O filme é um dos resultados do projeto A saúde na Favela pela Perspectiva Antirracista, uma articulação entre o MNU e a Cooperação Social da Fiocruz, com atuação na Vila Cruzeiro, Jacarezinho, Vila Kennedy e Mangueirinha, localizadas no Estado do Rio de Janeiro.

O documentário reúne entrevistas gravadas com lideranças sociais dos territórios, pesquisadores e promotores populares de saúde antirracista formados pelas oficinas do projeto. Nos 21 minutos do longa, o espectador irá ouvi-los falando sobre a importância da perspectiva da raça quando são analisados os serviços oferecidos pelo SUS e a experiência das pessoas que moram em territórios de favelas.

“A extensão do impacto da violência armada na saúde de moradoras, moradores e profissionais em favelas do Rio de Janeiro vai desde o mais básico que é o impedimento do deslocamento para a Unidade de Saúde até transtornos que a gente não tem hoje dimensão: transtornos psicossociais, formas de depressão, síndrome do pânico, transtorno do estresse pós-traumático que é ainda pouco diagnosticado no nosso sistema e também o sofrimento que não é definido por uma doença - o sofrimento psicossocial que é gerado por uma determinação social que são os conflitos armados”, afirma Leonardo Bueno, coordenador do projeto pela Cooperação Social da Fiocruz. “Como profissional de saúde e como mulher periférica negra morando na Cidade de Deus, as queixas são muito comuns: aumento da pressão arterial, descompensação da glicose, sintomas de insônia, taquicardia, ansiedade, síndrome do pânico... e as pessoas não conseguem associar isso à violência armada que acontece no seu dia a dia. E essa procura sempre aumenta após um dia de tiroteio ou conflito armado na comunidade”, disse Cristiane Vicente, assessora técnica da Superintendência de Promoção de Saúde da Secretaria Municipal de Saúde (SMS/RJ), em entrevista ao diretor do filme e militante de favela, Edilano Cavalcante.

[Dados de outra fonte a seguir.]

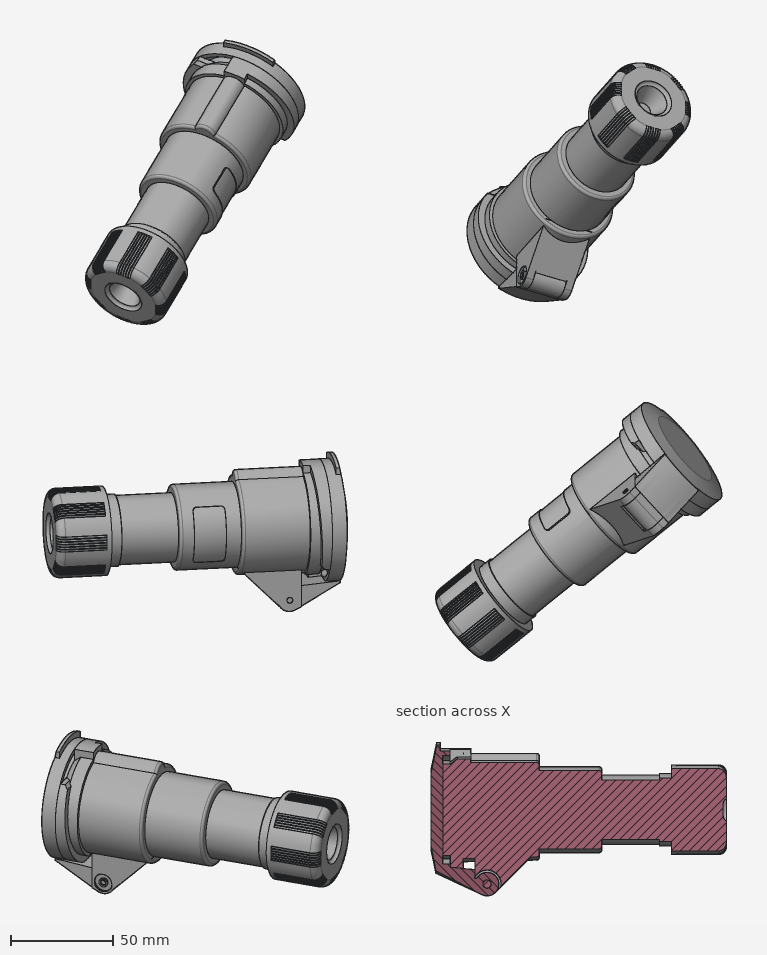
import cadquery as cq
import math


length = 144.3
gland_front = 27.0
gland_neck_front = 32.8
grip_front = 60.9
waist_front = 91.4
barrel_front = 124.8
collar_front = 131.5
lid_seat = 135.0
lid_cavity_floor = 138.5
lid_rim_front = 142.2

gland_radius = 22.0
gland_neck_radius = 17.8
grip_radius = 17.0
waist_radius = 21.1
barrel_radius = 24.7
collar_radius = 26.4
nose_radius = 24.0
lid_radius = 30.0
lid_cavity_radius = 27.9
lid_face_radius = 19.8
shoulder_fillet = 1.5

gland_fillet = 4.0
bore_radius = 8.2
bore_floor_radius = 4.3
bore_depth = 11.5
bore_lip = 1.7
knurl_groups = 8
knurl_grooves = 6
knurl_pitch = 1.3
knurl_width = 1.0
knurl_depth = 0.5
knurl_base_radius = gland_radius - gland_fillet - knurl_depth
knurl_length = 24.5

rib_radius = 6.0
rib_center_z = 21.5
key_width = 11.0
label_rear = 68.1
label_front = 84.0
label_height = 28.0
label_depth = 0.5
label_corner = 1.9
collar_gap_width = 20.2
collar_gap_radius = 25.4

ramp_end_z = 18.6
ramp_end_rear = 132.4
ramp_chamfer = 1.7
ramp_start_rear = 128.3

hinge_width = 25.1
pin_y = 116.9
pin_z = -36.3
hinge_radius = 5.8
pin_radius = 2.2
pin_overhang = 0.5
pin_tip_radius = 1.5
pin_socket_radius = 1.3
pin_socket_depth = 0.7
ear_front = 122.8
ear_rear_angle = 45.0
bracket_top_z = -18.8
knuckle_width = 17.0
knuckle_clearance = 1.0
knuckle_opening_top = pin_z + 2.9
pin_recess_radius = 4.6
pin_recess_depth = 1.2

arm_slope = 25.0
arm_top_front_z = -27.7
arm_top_rear_z = -29.2
arm_edge_front_z = -28.6
arm_edge_rear_z = -39.5
tab_radius = 32.98
tab_width = 26.8
tab_rear = 139.7
tab_center_x = 0.5


def lathe(points):
    """Solid of revolution about Y from (radius, y) points."""
    return cq.Workplane("XY").polyline(points).close().revolve(360, (0, 0, 0), (0, 1, 0))


def cylinder(radius, rear, front):
    """Cylinder on the Y axis between two stations."""
    return lathe([(0, rear), (radius, rear), (radius, front), (0, front)])


def side_plate(points, x_start, x_end):
    """Outline of (y, z) points extruded from x_start to x_end."""
    return cq.Workplane("YZ", origin=(x_start, 0, 0)).polyline(points).close().extrude(x_end - x_start)


def hinge_cylinder(radius, x_start, x_end):
    """Cylinder on the hinge pin axis."""
    return cq.Workplane("YZ", origin=(x_start, pin_y, pin_z)).circle(radius).extrude(x_end - x_start)


def hinge_tangent(angle):
    """Point (y, z) of the hinge round, turned by an angle from its lowest point towards +Y."""
    return (pin_y + hinge_radius * math.sin(angle), pin_z - hinge_radius * math.cos(angle))


def rounded_nut(radius):
    """Cable nut blank of the given radius, rounded at its cable end."""
    return cylinder(radius, 0, gland_front).faces("<Y").edges().fillet(gland_fillet)


def make_knurl_group():
    """Bars, side by side at the top of the nut, that cut one group of grooves."""
    middle = (knurl_grooves - 1) / 2
    centers = [((index - middle) * knurl_pitch, knurl_length / 2) for index in range(knurl_grooves)]
    return (
        cq.Workplane("XY", origin=(0, 0, knurl_base_radius))
        .pushPoints(centers)
        .rect(knurl_width, knurl_length)
        .extrude(gland_radius)
        .cut(rounded_nut(gland_radius - knurl_depth))
    )


def make_gland():
    """Rounded cable nut with knurl groups and a tapered cable bore."""
    nut = rounded_nut(gland_radius)
    knurl_group = make_knurl_group()
    for group in range(knurl_groups):
        angle = group * 360 / knurl_groups
        nut = nut.cut(knurl_group.rotate((0, 0, 0), (0, 1, 0), angle))
    bore = (
        cq.Workplane("XY")
        .lineTo(bore_radius + bore_lip, 0)
        .radiusArc((bore_radius, bore_lip), -bore_lip)
        .lineTo(bore_floor_radius, bore_depth)
        .lineTo(0, bore_depth)
        .close()
        .revolve(360, (0, 0, 0), (0, 1, 0))
    )
    return nut.cut(bore)


def make_waist():
    """Middle section with a shallow label recess wrapped round its +X side."""
    waist = cylinder(waist_radius, grip_front, waist_front).faces("<Y").edges().fillet(shoulder_fillet)
    window = (
        cq.Workplane("YZ")
        .center((label_rear + label_front) / 2, 0)
        .rect(label_front - label_rear, label_height)
        .extrude(lid_radius)
        .edges("|X")
        .fillet(label_corner)
    )
    return waist.cut(window.cut(cylinder(waist_radius - label_depth, grip_front, waist_front)))


def make_barrel():
    """Front barrel with the rounded rib along its top."""
    barrel = cylinder(barrel_radius, waist_front, barrel_front)
    rib = (
        cq.Workplane("XZ", origin=(0, barrel_front, rib_center_z))
        .circle(rib_radius)
        .extrude(barrel_front - waist_front)
    )
    return barrel.union(rib).faces("<Y").edges().fillet(shoulder_fillet)


def make_collar():
    """Collar thinned over the hinge, tapering to the nose inside the lid."""
    collar = lathe([
        (0, barrel_front),
        (collar_radius, barrel_front),
        (collar_radius, collar_front),
        (nose_radius, lid_seat),
        (nose_radius, lid_cavity_floor),
        (0, lid_cavity_floor),
    ])
    hinge_gap = (
        cq.Workplane("XY", origin=(0, ear_front, -lid_radius))
        .box(collar_gap_width, lid_seat - ear_front, lid_radius, centered=(True, False, False))
    )
    thin_wall = cylinder(collar_gap_radius, ear_front, collar_front).intersect(hinge_gap)
    gap_clearance = hinge_gap.cut(cylinder(collar_gap_radius, ear_front, lid_seat))
    return collar.cut(gap_clearance).union(thin_wall)


def make_ramps():
    """Two bayonet ramps half a turn apart, and the key at the top."""
    envelope = cylinder(lid_radius, barrel_front, lid_seat).cut(cylinder(nose_radius, barrel_front, lid_seat))
    ramp = side_plate(
        [
            (lid_seat, ramp_end_z),
            (ramp_end_rear, ramp_end_z),
            (ramp_end_rear - ramp_chamfer, ramp_end_z - ramp_chamfer),
            (ramp_start_rear, -lid_radius),
            (lid_seat, -lid_radius),
        ],
        -lid_radius,
        0,
    )
    key = cq.Workplane("XY", origin=(0, barrel_front, 0)).box(
        key_width, lid_seat - barrel_front, lid_radius, centered=(True, False, False)
    )
    opposite_ramp = ramp.rotate((0, 0, 0), (0, 1, 0), 180)
    return ramp.union(opposite_ramp).union(key).intersect(envelope)


def make_bracket():
    """Hinge bracket below the barrel, rounded about the pin axis."""
    front = math.radians(arm_slope)
    rear = math.radians(ear_rear_angle)
    front_tangent = hinge_tangent(front)
    rear_tangent = hinge_tangent(-rear)
    front_corner_z = front_tangent[1] + (ear_front - front_tangent[0]) * math.tan(front)
    rear_top_y = rear_tangent[0] - (bracket_top_z - rear_tangent[1]) / math.tan(rear)
    return (
        cq.Workplane("YZ", origin=(-hinge_width / 2, 0, 0))
        .moveTo(ear_front, bracket_top_z)
        .lineTo(ear_front, front_corner_z)
        .lineTo(*front_tangent)
        .threePointArc((pin_y, pin_z - hinge_radius), rear_tangent)
        .lineTo(rear_top_y, bracket_top_z)
        .close()
        .extrude(hinge_width)
    )


def make_knuckle_pocket():
    """Clearance for the lid knuckle, open towards the lid."""
    half_width = knuckle_width / 2
    pocket = hinge_cylinder(hinge_radius + knuckle_clearance, -half_width, half_width)
    opening = side_plate(
        [
            (pin_y, pin_z),
            (pin_y, knuckle_opening_top),
            (ear_front, knuckle_opening_top),
            (ear_front, pin_z - 2 * hinge_radius),
            (pin_y, pin_z - 2 * hinge_radius),
        ],
        -half_width,
        half_width,
    )
    return pocket.union(opening)


def make_arm():
    """Lid arm: a wedge with a rounded underside, ending in the hinge knuckle."""
    half_width = hinge_width / 2
    half_knuckle = knuckle_width / 2
    front_tangent = hinge_tangent(math.radians(arm_slope))
    slope = math.tan(math.radians(arm_slope))
    rear_bottom_z = front_tangent[1] + (ear_front - front_tangent[0]) * slope
    front_bottom_z = front_tangent[1] + (lid_rim_front - front_tangent[0]) * slope

    def arm_section(y, top_z, edge_z, bottom_z):
        return (
            cq.Workplane("XZ", origin=(0, y, 0))
            .moveTo(-half_width, top_z)
            .lineTo(-half_width, edge_z)
            .threePointArc((0, bottom_z), (half_width, edge_z))
            .lineTo(half_width, top_z)
            .close()
            .wires()
            .val()
        )

    wedge = cq.Solid.makeLoft(
        [
            arm_section(lid_rim_front, arm_top_front_z, arm_edge_front_z, front_bottom_z),
            arm_section(ear_front, arm_top_rear_z, arm_edge_rear_z, rear_bottom_z),
        ],
        True,
    )
    neck = side_plate(
        [
            (pin_y, pin_z),
            (pin_y, knuckle_opening_top),
            (ear_front, knuckle_opening_top),
            (ear_front, rear_bottom_z),
            front_tangent,
        ],
        -half_knuckle,
        half_knuckle,
    )
    knuckle = hinge_cylinder(hinge_radius, -half_knuckle, half_knuckle)
    pin_hole = hinge_cylinder(pin_radius, -half_knuckle, half_knuckle)
    return cq.Workplane(obj=wedge).union(neck).union(knuckle).cut(pin_hole)


def coned_disc(radius, rear, face_slope):
    """Disc whose front is flat in the middle and falls away as a cone to its rim."""
    rim_front = length - (radius - lid_face_radius) * face_slope
    return lathe([
        (0, rear),
        (radius, rear),
        (radius, rim_front),
        (lid_face_radius, length),
        (0, length),
    ])


def make_lid():
    """Round lid with a coned face, thumb tab and hinge arm."""
    face_slope = (length - lid_rim_front) / (lid_radius - lid_face_radius)
    disc = coned_disc(lid_radius, lid_seat, face_slope)
    tab_block = cq.Workplane("XY", origin=(tab_center_x, tab_rear, 0)).box(
        tab_width, length - tab_rear, tab_radius, centered=(True, False, False)
    )
    tab = coned_disc(tab_radius, tab_rear, face_slope).intersect(tab_block)
    cavity = cylinder(lid_cavity_radius, lid_seat, lid_cavity_floor)
    return disc.union(tab).cut(cavity).union(make_arm().cut(cavity))


def make_housing():
    """Connector housing from gland to collar, with hinge bracket and pin."""
    half_width = hinge_width / 2
    bracket = make_bracket().cut(make_knuckle_pocket())
    recess = hinge_cylinder(pin_recess_radius, -half_width, -half_width + pin_recess_depth)
    pin_bore = hinge_cylinder(pin_radius, -half_width, half_width)
    pin = (
        hinge_cylinder(pin_radius, -half_width, half_width)
        .union(hinge_cylinder(pin_tip_radius, half_width, half_width + pin_overhang))
        .cut(hinge_cylinder(pin_socket_radius, -half_width, -half_width + pin_socket_depth))
    )
    return (
        make_gland()
        .union(cylinder(gland_neck_radius, gland_front, gland_neck_front))
        .union(cylinder(grip_radius, gland_neck_front, grip_front))
        .union(make_waist())
        .union(make_barrel())
        .union(make_collar())
        .union(make_ramps())
        .union(bracket.cut(pin_bore).cut(recess).union(pin))
    )


lid = make_lid()
housing = make_housing().cut(lid)

result = cq.Compound.makeCompound([*housing.solids().vals(), *lid.solids().vals()])

Para Edilano, é muito importante que o documentário possa circular em espaços de formação e de cultura. “O filme é um produto de divulgação científica, mas é também um instrumento para levantar esse debate em qualquer outro espaço, seja um festival de cinema ou a sala de aula. Queremos fazer essa ponte com outros espaços sociais”, disse ele no seminário de lançamento da Cartilha Saúde na Favela pela Perspectiva Antirracista, que ocorreu em dezembro na Fiocruz, no Rio de Janeiro.

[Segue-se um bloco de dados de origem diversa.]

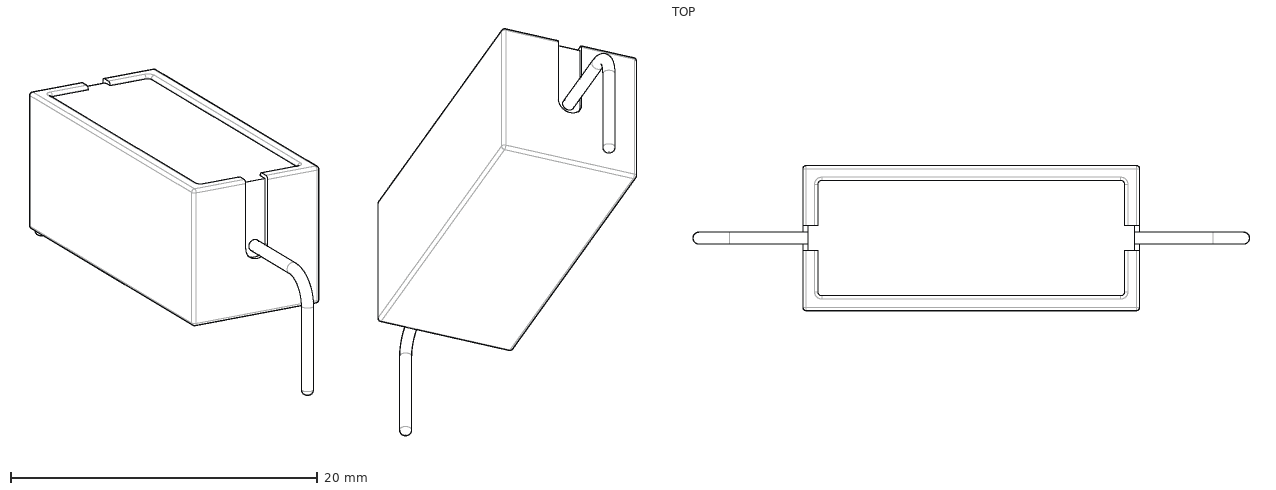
import cadquery as cq

HOUSING_LENGTH = 22.0
HOUSING_SIDE = 9.5
EDGE_RADIUS = 0.2

RIM_WIDTH = 0.98
RIM_EDGE_RADIUS = 0.2
POCKET_DEPTH = 0.25
POCKET_CORNER_RADIUS = 0.25

SLOT_WIDTH = 1.65
SLOT_DEPTH = 0.33

OVERALL_LENGTH = 36.35
OVERALL_HEIGHT = 12.9
WIRE_DIAMETER = 0.8
BEND_RADIUS = 2.0
TIP_RADIUS = 0.35

HOUSING_TOP = HOUSING_SIDE / 2
HOUSING_END = HOUSING_LENGTH / 2
POCKET_FLOOR = HOUSING_TOP - POCKET_DEPTH
LEG_X = (OVERALL_LENGTH - WIRE_DIAMETER) / 2
TIP_Z = HOUSING_TOP - OVERALL_HEIGHT
BEND_START_X = LEG_X - BEND_RADIUS


def make_block():
    """Square bar with all its edges rounded."""
    block = cq.Workplane("XY").box(HOUSING_LENGTH, HOUSING_SIDE, HOUSING_SIDE)
    return block.edges().fillet(EDGE_RADIUS)


def make_pocket():
    """Volume of the top pocket, with rounded corners and upright walls."""
    return (
        cq.Workplane("XY", origin=(0, 0, POCKET_FLOOR))
        .rect(HOUSING_LENGTH - 2 * RIM_WIDTH, HOUSING_SIDE - 2 * RIM_WIDTH)
        .extrude(POCKET_DEPTH)
        .edges("|Z")
        .fillet(POCKET_CORNER_RADIUS)
    )


def make_rim_gaps():
    """Gaps in the pocket rim at both ends, level with the pocket floor."""
    return (
        cq.Workplane("XY", origin=(0, 0, POCKET_FLOOR))
        .rect(HOUSING_LENGTH, SLOT_WIDTH)
        .extrude(POCKET_DEPTH)
    )


def make_end_slot(side):
    """Slot in one end face, from the top down to a half round about the wire axis."""
    half_width = SLOT_WIDTH / 2
    return (
        cq.Workplane("YZ", origin=(side * HOUSING_END, 0, 0))
        .moveTo(-half_width, HOUSING_TOP)
        .lineTo(-half_width, 0)
        .threePointArc((0, -half_width), (half_width, 0))
        .lineTo(half_width, HOUSING_TOP)
        .close()
        .extrude(-side * SLOT_DEPTH)
    )


def make_wire_hole():
    """Straight hole along the housing that the wire fills."""
    return (
        cq.Workplane("YZ", origin=(-HOUSING_END, 0, 0))
        .circle(WIRE_DIAMETER / 2)
        .extrude(HOUSING_LENGTH)
    )


def round_rim(housing):
    """Round the inner edge of the rim, the shorter loop around the top face."""
    inner_loop = cq.selectors.LengthNthSelector(0)
    return housing.faces(">Z").wires(inner_loop).fillet(RIM_EDGE_RADIUS)


def make_housing():
    housing = round_rim(make_block().cut(make_pocket()))
    housing = housing.cut(make_rim_gaps())
    for side in (-1, 1):
        housing = housing.cut(make_end_slot(side))
    return housing.cut(make_wire_hole())


def make_wire():
    """Round wire with a quarter bend and a downward leg at each end."""
    path = (
        cq.Workplane("XZ")
        .moveTo(-LEG_X, TIP_Z)
        .lineTo(-LEG_X, -BEND_RADIUS)
        .radiusArc((-BEND_START_X, 0), BEND_RADIUS)
        .lineTo(BEND_START_X, 0)
        .radiusArc((LEG_X, -BEND_RADIUS), BEND_RADIUS)
        .lineTo(LEG_X, TIP_Z)
    )
    wire = (
        cq.Workplane("XY", origin=(-LEG_X, 0, TIP_Z))
        .circle(WIRE_DIAMETER / 2)
        .sweep(path)
    )
    return wire.faces("<Z").edges().fillet(TIP_RADIUS)


housing = make_housing()
wire = make_wire()

result = cq.Compound.makeCompound([housing.val(), wire.val()])

No lançamento do documentário, estiveram presentes Cristiane Vicente, assessora técnica da Superintendência de Promoção de Saúde da Secretaria Municipal de Saúde (SMS/RJ); Leonardo Bueno, Heitor Silva e Valeria Montezuma, pesquisadores da Cooperação Social e representantes do Movimento Negro Unificado, e dos nove coletivos envolvidos em sua produção (Centro Comunitário Irmãos Kennedy, Centro de Estudos e Ações Solidárias da Maré, Conselho Comunitário de Segurança do Rio de Janeiro, Complexo da Mangueirinha em Pauta, Centro de Referência para a Saúde da Mulher, Instituto de Defesa da População Negra, Espaço Gaia, Instituto de Pesquisa das Culturas Negras, Associação Brasileira Terra dos Homens).

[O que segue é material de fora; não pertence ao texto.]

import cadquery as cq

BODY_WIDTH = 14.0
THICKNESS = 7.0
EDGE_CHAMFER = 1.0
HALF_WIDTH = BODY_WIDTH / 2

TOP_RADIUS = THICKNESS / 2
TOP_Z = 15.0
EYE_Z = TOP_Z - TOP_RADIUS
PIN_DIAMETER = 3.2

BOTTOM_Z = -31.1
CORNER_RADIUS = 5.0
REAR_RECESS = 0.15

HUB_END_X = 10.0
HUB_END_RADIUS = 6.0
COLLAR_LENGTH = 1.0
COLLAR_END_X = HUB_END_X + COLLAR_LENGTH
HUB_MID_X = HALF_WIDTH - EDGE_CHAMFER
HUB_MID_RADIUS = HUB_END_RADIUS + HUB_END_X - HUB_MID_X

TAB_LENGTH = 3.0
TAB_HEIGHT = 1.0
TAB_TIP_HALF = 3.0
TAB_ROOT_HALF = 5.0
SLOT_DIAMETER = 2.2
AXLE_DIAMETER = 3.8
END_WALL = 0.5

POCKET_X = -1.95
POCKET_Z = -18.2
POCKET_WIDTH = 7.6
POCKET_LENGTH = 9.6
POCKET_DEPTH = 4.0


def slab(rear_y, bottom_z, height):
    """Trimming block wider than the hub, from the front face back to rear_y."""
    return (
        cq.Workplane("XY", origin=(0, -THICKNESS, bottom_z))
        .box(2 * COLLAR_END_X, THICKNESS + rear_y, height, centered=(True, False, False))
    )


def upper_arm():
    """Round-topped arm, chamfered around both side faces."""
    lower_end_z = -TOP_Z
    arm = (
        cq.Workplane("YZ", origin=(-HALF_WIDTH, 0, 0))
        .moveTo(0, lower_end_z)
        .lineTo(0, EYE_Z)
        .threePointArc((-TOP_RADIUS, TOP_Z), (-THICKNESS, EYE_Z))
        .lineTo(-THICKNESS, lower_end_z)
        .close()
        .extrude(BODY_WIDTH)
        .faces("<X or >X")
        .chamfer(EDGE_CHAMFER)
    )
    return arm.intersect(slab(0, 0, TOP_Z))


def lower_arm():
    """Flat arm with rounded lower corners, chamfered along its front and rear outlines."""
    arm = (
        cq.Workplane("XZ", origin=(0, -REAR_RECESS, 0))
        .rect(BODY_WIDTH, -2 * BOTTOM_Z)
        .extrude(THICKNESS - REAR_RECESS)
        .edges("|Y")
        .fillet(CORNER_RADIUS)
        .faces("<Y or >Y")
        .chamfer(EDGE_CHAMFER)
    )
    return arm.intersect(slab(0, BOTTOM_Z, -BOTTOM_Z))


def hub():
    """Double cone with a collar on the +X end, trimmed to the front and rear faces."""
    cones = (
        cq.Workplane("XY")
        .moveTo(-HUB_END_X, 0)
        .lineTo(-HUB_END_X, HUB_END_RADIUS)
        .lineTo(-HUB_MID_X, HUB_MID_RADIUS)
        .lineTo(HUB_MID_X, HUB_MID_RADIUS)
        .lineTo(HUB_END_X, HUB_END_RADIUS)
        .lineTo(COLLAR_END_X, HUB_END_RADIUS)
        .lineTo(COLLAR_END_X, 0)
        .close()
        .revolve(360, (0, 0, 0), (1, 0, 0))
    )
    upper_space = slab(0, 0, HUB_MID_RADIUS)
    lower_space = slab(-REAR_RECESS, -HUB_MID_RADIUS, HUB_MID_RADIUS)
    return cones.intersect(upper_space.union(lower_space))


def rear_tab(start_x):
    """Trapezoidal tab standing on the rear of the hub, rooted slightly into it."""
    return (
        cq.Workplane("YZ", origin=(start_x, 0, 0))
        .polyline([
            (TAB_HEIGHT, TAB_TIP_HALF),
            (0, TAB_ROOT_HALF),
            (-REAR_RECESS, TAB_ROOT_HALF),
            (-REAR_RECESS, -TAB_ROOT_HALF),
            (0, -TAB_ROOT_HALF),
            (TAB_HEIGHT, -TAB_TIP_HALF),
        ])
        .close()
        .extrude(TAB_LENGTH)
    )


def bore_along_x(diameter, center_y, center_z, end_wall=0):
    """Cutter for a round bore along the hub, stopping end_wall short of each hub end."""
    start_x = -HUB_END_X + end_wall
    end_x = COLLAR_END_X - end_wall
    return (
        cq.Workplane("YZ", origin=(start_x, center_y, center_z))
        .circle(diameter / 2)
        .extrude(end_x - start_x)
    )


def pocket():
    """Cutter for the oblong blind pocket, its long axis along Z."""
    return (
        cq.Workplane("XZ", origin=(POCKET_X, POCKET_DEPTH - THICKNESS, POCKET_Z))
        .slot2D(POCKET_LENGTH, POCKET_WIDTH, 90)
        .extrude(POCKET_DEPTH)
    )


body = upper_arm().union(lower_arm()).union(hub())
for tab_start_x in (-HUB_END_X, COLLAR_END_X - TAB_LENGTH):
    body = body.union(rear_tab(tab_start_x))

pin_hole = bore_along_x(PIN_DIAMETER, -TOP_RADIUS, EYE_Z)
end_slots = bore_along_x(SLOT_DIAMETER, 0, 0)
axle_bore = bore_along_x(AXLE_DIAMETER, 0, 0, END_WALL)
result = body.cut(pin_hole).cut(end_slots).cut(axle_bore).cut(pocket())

O encontro é parte da agenda da campanha de divulgação da Cartilha Saúde na Favela pela Perspectiva Antirracista nos territórios de favelas que acontecerá entre janeiro e março de 2024, como parte do projeto."

Assista o documentário completo![editar | editar código-fonte]

Documentário "Saúde antirracista na favela, é possível?"

Produção conjunta da Coordenação de Cooperação Social da Fiocruz com o Movimento Negro Unificado (MNU) e outros nove coletivos populares do Estado do Rio de Janeiro.

O material é um dos resultados do projeto A saúde na Favela pela Perspectiva Antirracista, uma articulação entre o MNU e a Cooperação Social da Fiocruz, com atuação na Vila Cruzeiro, Jacarezinho, Vila Kennedy e Mangueirinha, localizadas no Estado do Rio de Janeiro.

Dirigido por Edilano Cavalcante, o filme reúne entrevistas gravadas com lideranças sociais dos territórios, pesquisadores e promotores populares de saúde antirracista formados pelas oficinas do projeto. Nos 21 minutos do longa, o espectador irá ouvi-los falando sobre a importância da perspectiva da raça quando são analisados os serviços oferecidos pelo SUS e a experiência das pessoas que moram em territórios de favelas.